** DATA FOR PROCESSING follows **
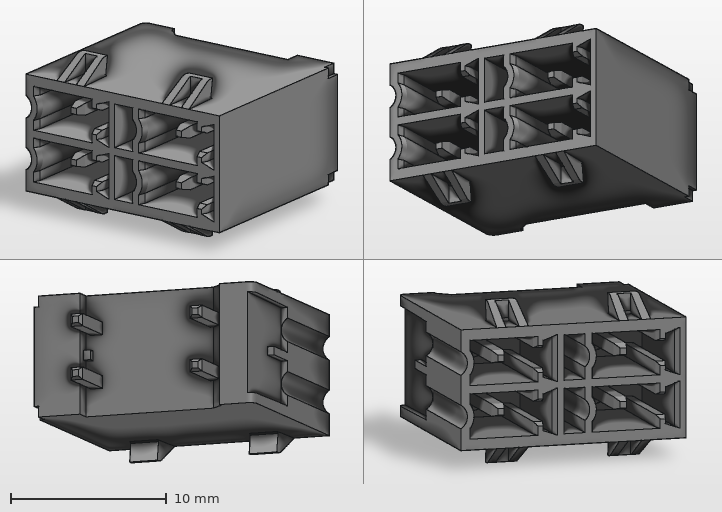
import cadquery as cq
import math


BODY_WIDTH = 15.2
BODY_DEPTH = 13.25
BODY_HEIGHT = 7.9
TOTAL_DEPTH = 15.9
TOTAL_HEIGHT = 10.6
HALF_HEIGHT = BODY_HEIGHT / 2
BACK_CORNER_RADIUS = 0.5

COLUMN_PITCH = 8.25
ROW_PITCH = 3.5
COLUMN_OFFSETS = (0, COLUMN_PITCH)
ROW_HEIGHTS = (-ROW_PITCH / 2, ROW_PITCH / 2)

GROOVE_RADIUS = 0.89
GROOVE_DEPTH = 0.45
GROOVE_CENTER_X = GROOVE_DEPTH - GROOVE_RADIUS
GROOVE_LENGTH = 7.35

CAVITY_DEPTH = GROOVE_LENGTH
CAVITY_HALF_HEIGHT = 1.48
LEAD_IN_DEPTH = 0.5

MOUTH_LEFT = 0.6
MOUTH_RIGHT = 6.52
MOUTH_BULGE_RADIUS = 1.34
MOUTH_CORNER_HALF_HEIGHT = 1.55
MOUTH_HOOK_LEFT = 5.2
MOUTH_HOOK_RIGHT = 5.55
MOUTH_HOOK_TIP = 0.87
MOUTH_HOOK_ROOT = 1.2

THROAT_LEFT = 0.78
THROAT_RIGHT = 6.31
THROAT_BULGE_RADIUS = 1.46
THROAT_HOOK_LEFT = 5.05
THROAT_HOOK_RIGHT = 5.66
THROAT_HOOK_TIP = 0.67
THROAT_HOOK_ROOT = 1.24

POCKET_LEFT = 6.96
POCKET_RIGHT = 8.38

PIN_X = 3.04
PIN_SIZE = 0.81
PIN_FRONT = 1.03
PIN_CHAMFER = 0.19
PIN_FRONT_TAPER = 0.72
COLLAR_RADIUS = 1.0
COLLAR_HEIGHT = 0.19

LATCH_X = 3.5
LATCH_HEIGHT = (TOTAL_HEIGHT - BODY_HEIGHT) / 2
LATCH_FRONT_WIDTH = 2.13
LATCH_BACK_WIDTH = 1.91
LATCH_SHOULDER_Y = 2.2
LATCH_CREST_Y = 2.43
LATCH_CREST_DROP = 0.06
LATCH_FOOT_Y = 2.59
LATCH_FOOT_FLARE = 0.11
LATCH_BACK_Y = 2.8
LATCH_SLOT_WIDTH = 0.9
LATCH_SLOT_DEPTH = 2.35
LATCH_SLOT_FOOT = 0.17
LATCH_ROOT = 0.16

OPENING_LEFT = 2.4
OPENING_RIGHT = 12.04
OPENING_FLOOR_Y = 12.16
OPENING_STEP = 0.3
OPENING_SLOPE_END = 3.25
RIB_WIDTH = 0.5
RIB_LENGTH = 0.48
RIB_HEIGHT = 0.64

RECESS_DEPTH = GROOVE_DEPTH
RECESS_BACK_HALF_HEIGHT = 3.29
RECESS_FRONT_HALF_HEIGHT = 3.21
KEY_HEIGHT = 0.55
KEY_END_Y = 9.75
TAB_WIDTH = 0.3
TAB_LENGTH = 1.03
TAB_HALF_HEIGHT = 3.25


def box(x_range, y_range, z_range):
    """Block between pairs of X, Y and Z limits."""
    size = [high - low for low, high in (x_range, y_range, z_range)]
    corner = (x_range[0], y_range[0], z_range[0])
    return cq.Workplane("XY").box(*size, centered=False).translate(corner)


def front_plane(y):
    """Workplane at depth y whose local axes are X and Z; positive extrusion runs toward -Y."""
    return cq.Workplane("XZ", origin=(0, y, 0))


def make_housing():
    """Plain block with the back-left vertical edge rounded."""
    block = box((0, BODY_WIDTH), (0, BODY_DEPTH), (-HALF_HEIGHT, HALF_HEIGHT))
    return block.edges("|Z").edges(">Y").edges("<X").fillet(BACK_CORNER_RADIUS)


def side_recess():
    """Cutter for the recess in the left side, leaving the central key standing."""
    recess = (
        cq.Workplane("YZ")
        .polyline([
            (GROOVE_LENGTH, -RECESS_FRONT_HALF_HEIGHT),
            (BODY_DEPTH, -RECESS_BACK_HALF_HEIGHT),
            (BODY_DEPTH, RECESS_BACK_HALF_HEIGHT),
            (GROOVE_LENGTH, RECESS_FRONT_HALF_HEIGHT),
        ])
        .close()
        .extrude(RECESS_DEPTH)
    )
    key = box((0, RECESS_DEPTH), (GROOVE_LENGTH, KEY_END_Y), (-KEY_HEIGHT / 2, KEY_HEIGHT / 2))
    return recess.cut(key)


def groove(row_z):
    """Cutter for a round coding groove along the left side, flat where it meets that side."""
    cylinder = (
        front_plane(0)
        .center(GROOVE_CENTER_X, row_z)
        .circle(GROOVE_RADIUS)
        .extrude(-GROOVE_LENGTH)
    )
    inside = box(
        (0, GROOVE_DEPTH),
        (0, GROOVE_LENGTH),
        (row_z - GROOVE_RADIUS, row_z + GROOVE_RADIUS),
    )
    return cylinder.intersect(inside)


def pocket(row_z):
    """Cutter for the pocket between columns, with a groove bulging out of its right wall."""
    cutter = box(
        (POCKET_LEFT, POCKET_RIGHT),
        (0, CAVITY_DEPTH),
        (row_z - CAVITY_HALF_HEIGHT, row_z + CAVITY_HALF_HEIGHT),
    )
    return cutter.union(groove(row_z).translate((COLUMN_PITCH, 0, 0)))


def draw_cavity(plane, left, bulge_radius, hook, right, corner_half_height):
    """Cavity outline, symmetric about the row, with a curved left wall and two hooks.

    hook holds the X of its left and right sides, the half gap between the hook tips
    and the half height at which the right side of the hook stops.
    """
    hook_left, hook_right, tip, root = hook
    half = CAVITY_HALF_HEIGHT
    bulge_half = math.sqrt(bulge_radius**2 - (left - GROOVE_CENTER_X)**2)
    return (
        plane.moveTo(left, bulge_half)
        .lineTo(left, half)
        .lineTo(hook_left, half)
        .lineTo(hook_left, tip)
        .lineTo(hook_right, tip)
        .lineTo(hook_right, root)
        .lineTo(right, corner_half_height)
        .lineTo(right, -corner_half_height)
        .lineTo(hook_right, -root)
        .lineTo(hook_right, -tip)
        .lineTo(hook_left, -tip)
        .lineTo(hook_left, -half)
        .lineTo(left, -half)
        .lineTo(left, -bulge_half)
        .threePointArc((GROOVE_CENTER_X + bulge_radius, 0), (left, bulge_half))
        .close()
    )


def draw_mouth(plane):
    """Wide cavity outline on the front face."""
    hook = (MOUTH_HOOK_LEFT, MOUTH_HOOK_RIGHT, MOUTH_HOOK_TIP, MOUTH_HOOK_ROOT)
    return draw_cavity(plane, MOUTH_LEFT, MOUTH_BULGE_RADIUS, hook, MOUTH_RIGHT, MOUTH_CORNER_HALF_HEIGHT)


def draw_throat(plane):
    """Narrower cavity outline behind the lead-in."""
    hook = (THROAT_HOOK_LEFT, THROAT_HOOK_RIGHT, THROAT_HOOK_TIP, THROAT_HOOK_ROOT)
    return draw_cavity(plane, THROAT_LEFT, THROAT_BULGE_RADIUS, hook, THROAT_RIGHT, CAVITY_HALF_HEIGHT)


def make_cavity():
    """Cutter for one plug cavity: a tapered lead-in, then a straight throat."""
    mouth = draw_mouth(front_plane(0)).wires().val()
    throat_start = draw_throat(front_plane(LEAD_IN_DEPTH)).wires().val()
    lead_in = cq.Workplane(cq.Solid.makeLoft([mouth, throat_start], True))
    throat = draw_throat(front_plane(LEAD_IN_DEPTH)).extrude(LEAD_IN_DEPTH - CAVITY_DEPTH)
    return lead_in.union(throat)


def make_pin():
    """Square pin with a tapered front tip, chamfered back and collar on the cavity floor."""
    half = PIN_SIZE / 2
    shank_front = PIN_FRONT + PIN_FRONT_TAPER
    pin = box((PIN_X - half, PIN_X + half), (shank_front, TOTAL_DEPTH), (-half, half))
    pin = pin.faces(">Y").chamfer(PIN_CHAMFER)
    tip_size = PIN_SIZE - 2 * PIN_CHAMFER
    tip = (
        front_plane(shank_front)
        .center(PIN_X, 0)
        .rect(PIN_SIZE, PIN_SIZE)
        .workplane(offset=PIN_FRONT_TAPER)
        .rect(tip_size, tip_size)
        .loft(ruled=True)
    )
    collar = front_plane(CAVITY_DEPTH).center(PIN_X, 0).circle(COLLAR_RADIUS).extrude(COLLAR_HEIGHT)
    return pin.union(tip).union(collar)


def make_latch():
    """Upper snap latch: a ramp with an undercut back and a slot up its middle."""
    top = HALF_HEIGHT + LATCH_HEIGHT
    ramp = (
        cq.Workplane("YZ")
        .polyline([
            (0, HALF_HEIGHT - LATCH_ROOT),
            (0, HALF_HEIGHT),
            (LATCH_SHOULDER_Y, top - LATCH_CREST_DROP),
            (LATCH_CREST_Y, top),
            (LATCH_BACK_Y, top),
            (LATCH_FOOT_Y, HALF_HEIGHT + LATCH_FOOT_FLARE),
            (LATCH_FOOT_Y + LATCH_FOOT_FLARE, HALF_HEIGHT),
            (LATCH_FOOT_Y + LATCH_FOOT_FLARE, HALF_HEIGHT - LATCH_ROOT),
        ])
        .close()
        .extrude(LATCH_FRONT_WIDTH / 2, both=True)
    )
    plan = (
        cq.Workplane("XY", origin=(0, 0, HALF_HEIGHT - LATCH_ROOT))
        .moveTo(0, 0)
        .lineTo(LATCH_FRONT_WIDTH / 2, 0)
        .lineTo(LATCH_BACK_WIDTH / 2, LATCH_BACK_Y)
        .lineTo(0, LATCH_BACK_Y)
        .mirrorY()
        .extrude(LATCH_ROOT + LATCH_HEIGHT)
    )
    slot = (
        cq.Workplane("YZ")
        .polyline([
            (0, HALF_HEIGHT),
            (LATCH_SLOT_DEPTH - LATCH_SLOT_FOOT, HALF_HEIGHT),
            (LATCH_SLOT_DEPTH, HALF_HEIGHT + LATCH_SLOT_FOOT),
            (LATCH_SLOT_DEPTH, top),
            (0, top),
        ])
        .close()
        .extrude(LATCH_SLOT_WIDTH / 2, both=True)
    )
    return ramp.intersect(plan).cut(slot).translate((LATCH_X, 0, 0))


def back_opening():
    """Cutter for the opening in the solder side, leaving a small rib at mid height."""
    opening = (
        cq.Workplane("XY", origin=(0, 0, -HALF_HEIGHT))
        .polyline([
            (OPENING_LEFT, BODY_DEPTH),
            (OPENING_LEFT, BODY_DEPTH - OPENING_STEP),
            (OPENING_SLOPE_END, OPENING_FLOOR_Y),
            (OPENING_RIGHT, OPENING_FLOOR_Y),
            (OPENING_RIGHT, BODY_DEPTH),
        ])
        .close()
        .extrude(BODY_HEIGHT)
    )
    rib = box(
        (OPENING_RIGHT - RIB_WIDTH, OPENING_RIGHT),
        (OPENING_FLOOR_Y, OPENING_FLOOR_Y + RIB_LENGTH),
        (-RIB_HEIGHT / 2, RIB_HEIGHT / 2),
    )
    return opening.cut(rib)


def tab_relief():
    """Upper cutter that leaves the mating tab standing on the back-right edge."""
    return box(
        (BODY_WIDTH - TAB_WIDTH, BODY_WIDTH),
        (BODY_DEPTH - TAB_LENGTH, BODY_DEPTH),
        (TAB_HALF_HEIGHT, HALF_HEIGHT),
    )


body = make_housing().cut(side_recess()).cut(back_opening())
upper_relief = tab_relief()
body = body.cut(upper_relief).cut(upper_relief.mirror("XY"))

for row_z in ROW_HEIGHTS:
    body = body.cut(groove(row_z)).cut(pocket(row_z))

cavity = make_cavity()
pin = make_pin()
upper_latch = make_latch()
lower_latch = upper_latch.mirror("XY")
for column_x in COLUMN_OFFSETS:
    for row_z in ROW_HEIGHTS:
        place = (column_x, 0, row_z)
        body = body.cut(cavity.translate(place)).union(pin.translate(place))
    for latch in (upper_latch, lower_latch):
        body = body.union(latch.translate((column_x, 0, 0)))

result = body
** End of DATA FOR PROCESSING **
Give the lines again exactly, beginning with the first line of the records above and ending with the line that contains "GROOVE_RADIUS = 0.89", and include no pictures.

*REPLY TO THE TASK*
import cadquery as cq
import math


BODY_WIDTH = 15.2
BODY_DEPTH = 13.25
BODY_HEIGHT = 7.9
TOTAL_DEPTH = 15.9
TOTAL_HEIGHT = 10.6
HALF_HEIGHT = BODY_HEIGHT / 2
BACK_CORNER_RADIUS = 0.5

COLUMN_PITCH = 8.25
ROW_PITCH = 3.5
COLUMN_OFFSETS = (0, COLUMN_PITCH)
ROW_HEIGHTS = (-ROW_PITCH / 2, ROW_PITCH / 2)

GROOVE_RADIUS = 0.89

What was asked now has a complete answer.